**What this task involves**
All of the records below should be retyped exactly, with no pictures included.

Items from a dataset
___

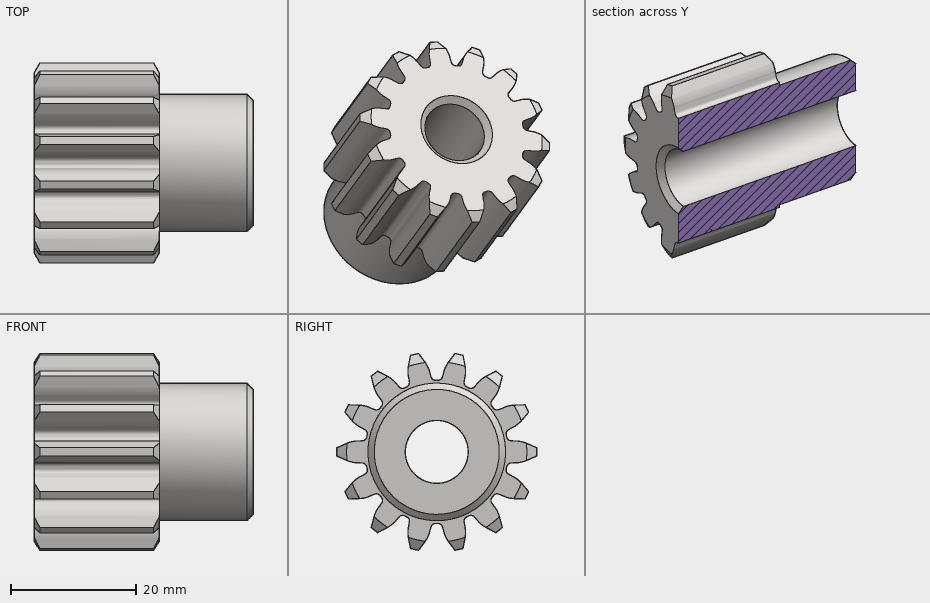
import cadquery as cq
import math

total_length = 35.0
gear_width = 20.0
hub_radius = 11.0
hub_chamfer = 1.0
bore_radius = 5.0
bore_chamfer = 1.0

tooth_count = 14
tip_radius = 16.0
root_radius = 11.45
tip_bevel_length = 0.9
tip_bevel_depth = 1.6

tip_half_thickness = 0.65
flank_break_reach = 14.15
flank_break_half_thickness = 1.47
flank_break_slope = math.radians(20.0)
neck_top_reach = 12.9
neck_bottom_reach = 12.6
neck_half_thickness = 1.75

root_fillet_radius = 0.7
root_arc_half_angle = math.radians(1.0)

pitch_angle = 2 * math.pi / tooth_count
gap_angle = pitch_angle / 2


def polar(radius, angle):
    return (radius * math.cos(angle), radius * math.sin(angle))


def from_center(center, radius, angle):
    """Point at the given radius and angle around a center."""
    dx, dy = polar(radius, angle)
    return (center[0] + dx, center[1] + dy)


def arc_middle(start, end, start_direction):
    """Middle of the arc that leaves start along start_direction and ends at end."""
    dx = end[0] - start[0]
    dy = end[1] - start[1]
    bend = math.remainder(math.atan2(dy, dx) - start_direction, 2 * math.pi)
    rise = math.tan(bend / 2) / 2
    return ((start[0] + end[0]) / 2 + dy * rise, (start[1] + end[1]) / 2 - dx * rise)


tip_corner = polar(tip_radius, math.asin(tip_half_thickness / tip_radius))
flank_break = (flank_break_reach, flank_break_half_thickness)
neck_top = (neck_top_reach, neck_half_thickness)
neck_bottom = (neck_bottom_reach, neck_half_thickness)

flank_middle = arc_middle(flank_break, tip_corner, -flank_break_slope)
shoulder_middle = arc_middle(flank_break, neck_top, math.pi - flank_break_slope)

root_end_angle = gap_angle - root_arc_half_angle
root_end = polar(root_radius, root_end_angle)
fillet_center = polar(root_radius + root_fillet_radius, root_end_angle)
to_neck_x = neck_bottom[0] - fillet_center[0]
to_neck_y = neck_bottom[1] - fillet_center[1]
to_neck = math.hypot(to_neck_x, to_neck_y)
fillet_start_angle = (
    math.atan2(to_neck_y, to_neck_x) % (2 * math.pi) - math.acos(root_fillet_radius / to_neck)
)
fillet_end_angle = root_end_angle + math.pi
fillet_start = from_center(fillet_center, root_fillet_radius, fillet_start_angle)
fillet_middle = from_center(
    fillet_center, root_fillet_radius, (fillet_start_angle + fillet_end_angle) / 2
)


def turned(point, angle):
    """The point of the first tooth's upper flank, turned about the axis."""
    return polar(math.hypot(*point), math.atan2(point[1], point[0]) + angle)


def mirrored(point, angle):
    """The same point on the lower flank of the tooth at the given angle."""
    return turned((point[0], -point[1]), angle)


def gear_outline():
    """Closed outline of all the teeth, running counter-clockwise."""
    outline = cq.Workplane("YZ").moveTo(*mirrored(tip_corner, 0.0))
    for tooth in range(tooth_count):
        angle = tooth * pitch_angle
        following = angle + pitch_angle
        outline = (
            outline.threePointArc(polar(tip_radius, angle), turned(tip_corner, angle))
            .threePointArc(turned(flank_middle, angle), turned(flank_break, angle))
            .threePointArc(turned(shoulder_middle, angle), turned(neck_top, angle))
            .lineTo(*turned(neck_bottom, angle))
            .lineTo(*turned(fillet_start, angle))
            .threePointArc(turned(fillet_middle, angle), turned(root_end, angle))
            .threePointArc(polar(root_radius, angle + gap_angle), mirrored(root_end, following))
            .threePointArc(mirrored(fillet_middle, following), mirrored(fillet_start, following))
            .lineTo(*mirrored(neck_bottom, following))
            .lineTo(*mirrored(neck_top, following))
            .threePointArc(mirrored(shoulder_middle, following), mirrored(flank_break, following))
            .threePointArc(mirrored(flank_middle, following), mirrored(tip_corner, following))
        )
    return outline.close()


def beveled_blank():
    """Disc with conical bevels at both ends that trims the tooth ends."""
    face_radius = tip_radius - tip_bevel_depth
    clearance = 0.35
    slope = tip_bevel_length / tip_bevel_depth
    outer_radius = tip_radius + clearance
    outer_start = slope * (outer_radius - face_radius)
    profile = [
        (0.0, 0.0),
        (0.0, face_radius),
        (outer_start, outer_radius),
        (gear_width - outer_start, outer_radius),
        (gear_width, face_radius),
        (gear_width, 0.0),
    ]
    return cq.Workplane("XY").polyline(profile).close().revolve(360, (0, 0, 0), (1, 0, 0))


def hub():
    return (
        cq.Workplane("YZ")
        .circle(hub_radius)
        .extrude(total_length)
        .faces(">X")
        .chamfer(hub_chamfer)
    )


def bore():
    """Through hole with a conical lead-in at the toothed face."""
    profile = [
        (0.0, 0.0),
        (0.0, bore_radius + bore_chamfer),
        (bore_chamfer, bore_radius),
        (total_length, bore_radius),
        (total_length, 0.0),
    ]
    return cq.Workplane("XY").polyline(profile).close().revolve(360, (0, 0, 0), (1, 0, 0))


gear = gear_outline().extrude(gear_width).intersect(beveled_blank())
result = gear.union(hub()).cut(bore())

___

**Task result**
import cadquery as cq
import math

total_length = 35.0
gear_width = 20.0
hub_radius = 11.0
hub_chamfer = 1.0
bore_radius = 5.0
bore_chamfer = 1.0

tooth_count = 14
tip_radius = 16.0
root_radius = 11.45
tip_bevel_length = 0.9
tip_bevel_depth = 1.6

tip_half_thickness = 0.65
flank_break_reach = 14.15
flank_break_half_thickness = 1.47
flank_break_slope = math.radians(20.0)
neck_top_reach = 12.9
neck_bottom_reach = 12.6
neck_half_thickness = 1.75

root_fillet_radius = 0.7
root_arc_half_angle = math.radians(1.0)

pitch_angle = 2 * math.pi / tooth_count
gap_angle = pitch_angle / 2


def polar(radius, angle):
    return (radius * math.cos(angle), radius * math.sin(angle))


def from_center(center, radius, angle):
    """Point at the given radius and angle around a center."""
    dx, dy = polar(radius, angle)
    return (center[0] + dx, center[1] + dy)


def arc_middle(start, end, start_direction):
    """Middle of the arc that leaves start along start_direction and ends at end."""
    dx = end[0] - start[0]
    dy = end[1] - start[1]
    bend = math.remainder(math.atan2(dy, dx) - start_direction, 2 * math.pi)
    rise = math.tan(bend / 2) / 2
    return ((start[0] + end[0]) / 2 + dy * rise, (start[1] + end[1]) / 2 - dx * rise)


tip_corner = polar(tip_radius, math.asin(tip_half_thickness / tip_radius))
flank_break = (flank_break_reach, flank_break_half_thickness)
neck_top = (neck_top_reach, neck_half_thickness)
neck_bottom = (neck_bottom_reach, neck_half_thickness)

flank_middle = arc_middle(flank_break, tip_corner, -flank_break_slope)
shoulder_middle = arc_middle(flank_break, neck_top, math.pi - flank_break_slope)

root_end_angle = gap_angle - root_arc_half_angle
root_end = polar(root_radius, root_end_angle)
fillet_center = polar(root_radius + root_fillet_radius, root_end_angle)
to_neck_x = neck_bottom[0] - fillet_center[0]
to_neck_y = neck_bottom[1] - fillet_center[1]
to_neck = math.hypot(to_neck_x, to_neck_y)
fillet_start_angle = (
    math.atan2(to_neck_y, to_neck_x) % (2 * math.pi) - math.acos(root_fillet_radius / to_neck)
)
fillet_end_angle = root_end_angle + math.pi
fillet_start = from_center(fillet_center, root_fillet_radius, fillet_start_angle)
fillet_middle = from_center(
    fillet_center, root_fillet_radius, (fillet_start_angle + fillet_end_angle) / 2
)


def turned(point, angle):
    """The point of the first tooth's upper flank, turned about the axis."""
    return polar(math.hypot(*point), math.atan2(point[1], point[0]) + angle)


def mirrored(point, angle):
    """The same point on the lower flank of the tooth at the given angle."""
    return turned((point[0], -point[1]), angle)


def gear_outline():
    """Closed outline of all the teeth, running counter-clockwise."""
    outline = cq.Workplane("YZ").moveTo(*mirrored(tip_corner, 0.0))
    for tooth in range(tooth_count):
        angle = tooth * pitch_angle
        following = angle + pitch_angle
        outline = (
            outline.threePointArc(polar(tip_radius, angle), turned(tip_corner, angle))
            .threePointArc(turned(flank_middle, angle), turned(flank_break, angle))
            .threePointArc(turned(shoulder_middle, angle), turned(neck_top, angle))
            .lineTo(*turned(neck_bottom, angle))
            .lineTo(*turned(fillet_start, angle))
            .threePointArc(turned(fillet_middle, angle), turned(root_end, angle))
            .threePointArc(polar(root_radius, angle + gap_angle), mirrored(root_end, following))
            .threePointArc(mirrored(fillet_middle, following), mirrored(fillet_start, following))
            .lineTo(*mirrored(neck_bottom, following))
            .lineTo(*mirrored(neck_top, following))
            .threePointArc(mirrored(shoulder_middle, following), mirrored(flank_break, following))
            .threePointArc(mirrored(flank_middle, following), mirrored(tip_corner, following))
        )
    return outline.close()


def beveled_blank():
    """Disc with conical bevels at both ends that trims the tooth ends."""
    face_radius = tip_radius - tip_bevel_depth
    clearance = 0.35
    slope = tip_bevel_length / tip_bevel_depth
    outer_radius = tip_radius + clearance
    outer_start = slope * (outer_radius - face_radius)
    profile = [
        (0.0, 0.0),
        (0.0, face_radius),
        (outer_start, outer_radius),
        (gear_width - outer_start, outer_radius),
        (gear_width, face_radius),
        (gear_width, 0.0),
    ]
    return cq.Workplane("XY").polyline(profile).close().revolve(360, (0, 0, 0), (1, 0, 0))


def hub():
    return (
        cq.Workplane("YZ")
        .circle(hub_radius)
        .extrude(total_length)
        .faces(">X")
        .chamfer(hub_chamfer)
    )


def bore():
    """Through hole with a conical lead-in at the toothed face."""
    profile = [
        (0.0, 0.0),
        (0.0, bore_radius + bore_chamfer),
        (bore_chamfer, bore_radius),
        (total_length, bore_radius),
        (total_length, 0.0),
    ]
    return cq.Workplane("XY").polyline(profile).close().revolve(360, (0, 0, 0), (1, 0, 0))


gear = gear_outline().extrude(gear_width).intersect(beveled_blank())
result = gear.union(hub()).cut(bore())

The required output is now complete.